Хескет работал целыми днями и большую часть ночи, выкраивая по возможности немного часов для отдыха. Таких, как он, было много – благородных, самоотверженных людей, находившихся среди пострадавших, бесстрашно несших утешение и лечивших страдальцев.

Хескет получал от работы удовлетворение, но относился к себе критически. Смерть Беллы все еще мучила его совесть, и когда он понимал, что его действия спасли чью-то жизнь, он, бывало, думал: «Вот и спасена жизнь. Если я отнял одну жизнь, то спас несколько других».

Он постоянно думал о семье и жаждал к ней вернуться, не переставая опасаться, как бы судьба не нанесла ему какой-нибудь удар. У него был счастливый дом и семья, которые ему всегда и больше всего на свете хотелось иметь. Но получил он их благодаря смерти Беллы. Этого он забыть не мог. А если бы Доминик не родился слепым, забыл ли бы он об этом? Он часто задавал себе этот вопрос. Конечно, глупо было даже на мгновение считать слепоту Доминика наказанием себе, божественной нахлобучкой. И все же всякий раз, когда он взглядывал на незрячие глаза мальчика, ему казалось, что он видит Беллу, лежащую на постели и с издевкой смеющуюся над ним.

– Вам следует поспать, пока есть возможность, – сказал молодой врач, лежащий рядом с ним.

Он повернулся и взглянул на говорившего – это был Том Барнардо, молодой врач-фанатик, которому было чуть больше двадцати лет и который лишь недавно получил право быть практикующим врачом; у этого молодого человека было благородное лицо романтика и какое-то трудно определяемое качество, привлекавшее к нему детей.

– Вы переутомлены, – сказал Барнардо.

– Думаю, что вы правы. А какого вы мнения о теории Бадда?

– Возможно, она верна. Но не думаю, что она дает полный ответ.

– Я тоже считаю, что Балд – прав. Распространителями являются канализационные стоки. И нам следует принять меры, чтобы не загрязнялась питьевая вода. Она источник беды.

– Что ж, на этот раз нам более успешно удалось ее локализовать. Насколько я знаю, за пределами Ист-Энда не было ни одного случая. А если вспомнить последнюю вспышку...

– Да, – сказал Хескет.

– Знаете, – продолжал Том Барнардо, – вам не следует находиться здесь... вы семейный человек.

– А вы не считаете, что нас здесь должно быть больше?
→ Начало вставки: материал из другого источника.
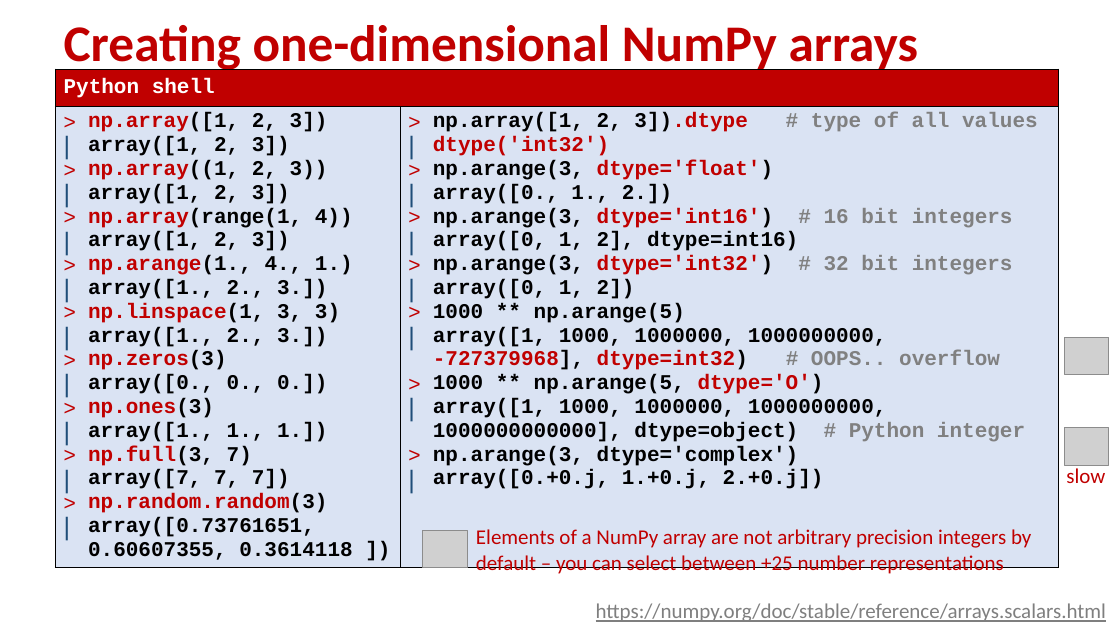
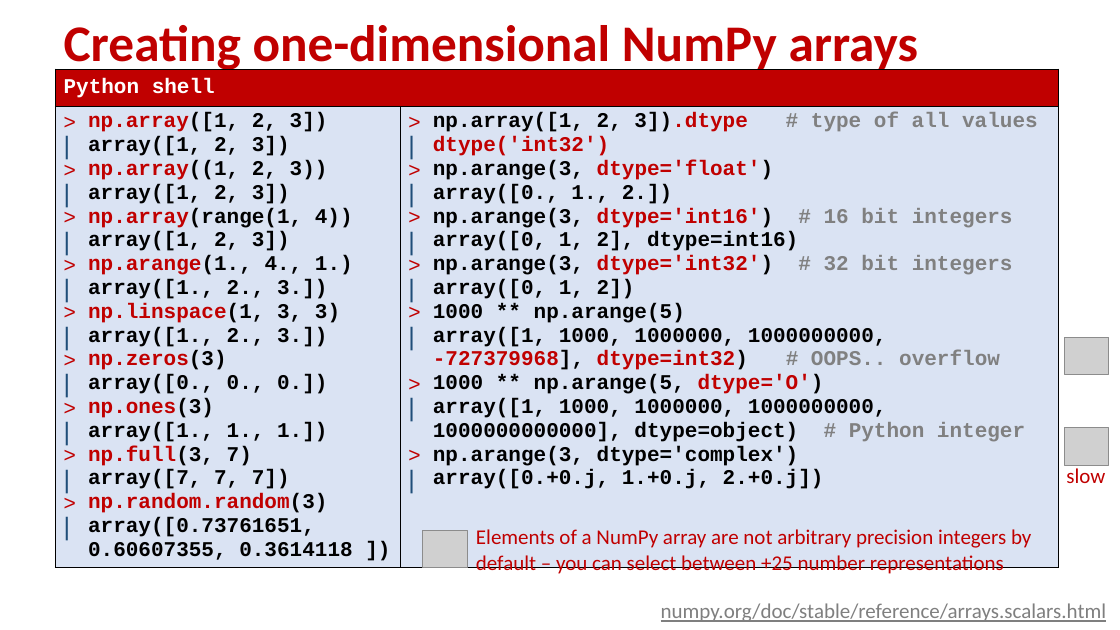
Before and after one commit to gsbrodal/gsbrodal.github.io, a slide deck: slide 8 of ipsa/slides/numpy.pptx. Drawn at 1120x630 pixels with LibreOffice and Linux fonts; fonts in the diff are those of the drawing; grey boxes stand for pictures. Boxes give left, top, right and bottom in pixels: in the first picture for what was removed or moved away, otherwise in the second. Text is boxed around its words. In the diff, an @@ line names an element or a change of style, - is before the commit and + after.

Commit message:
all-slides-with-answers.pdf all-slides.pdf numpy.pdf numpy.pptx

```diff
--- a/ipsa/slides/numpy.pptx
+++ b/ipsa/slides/numpy.pptx
@@ text at bbox=[661, 603, 1106, 622]: text changed @@
-https://numpy.org/doc/stable/reference/arrays.scalars.html
+numpy.org/doc/stable/reference/arrays.scalars.html
```
Also in this commit, not shown: 7 other slides changed, 3 other files.

– Возможно. Но у вас семья... маленькие дети, а?

– Да, это так.

– Ах! Дети! Вот еще проблема. Сегодня я нашел еще одного бездомного бродяжку. Мать умерла, отец умер. Я его спросил: «А чем ты занимаешься? Почему не идешь домой?» Он мне ответил: «Домой? У меня нет дома, начальник». Я привел его в госпиталь, чтобы сделать анализ. Что еще оставалось делать? Оставить его на улице! Сотни... умирают каждый день... не только от холеры... но и от голода... Бездомные дети... Только подумайте!

– Это ужасно. Нищета, кругом нищета!

– Если бы на нее обращали внимание, – осуждающе сказал молодой человек. – А разве обращают? Нет. Просто переходят на другую сторону улицы. Все наши лорды и леди... все церковные сановники... простите. Думая об этом, я теряю самообладание.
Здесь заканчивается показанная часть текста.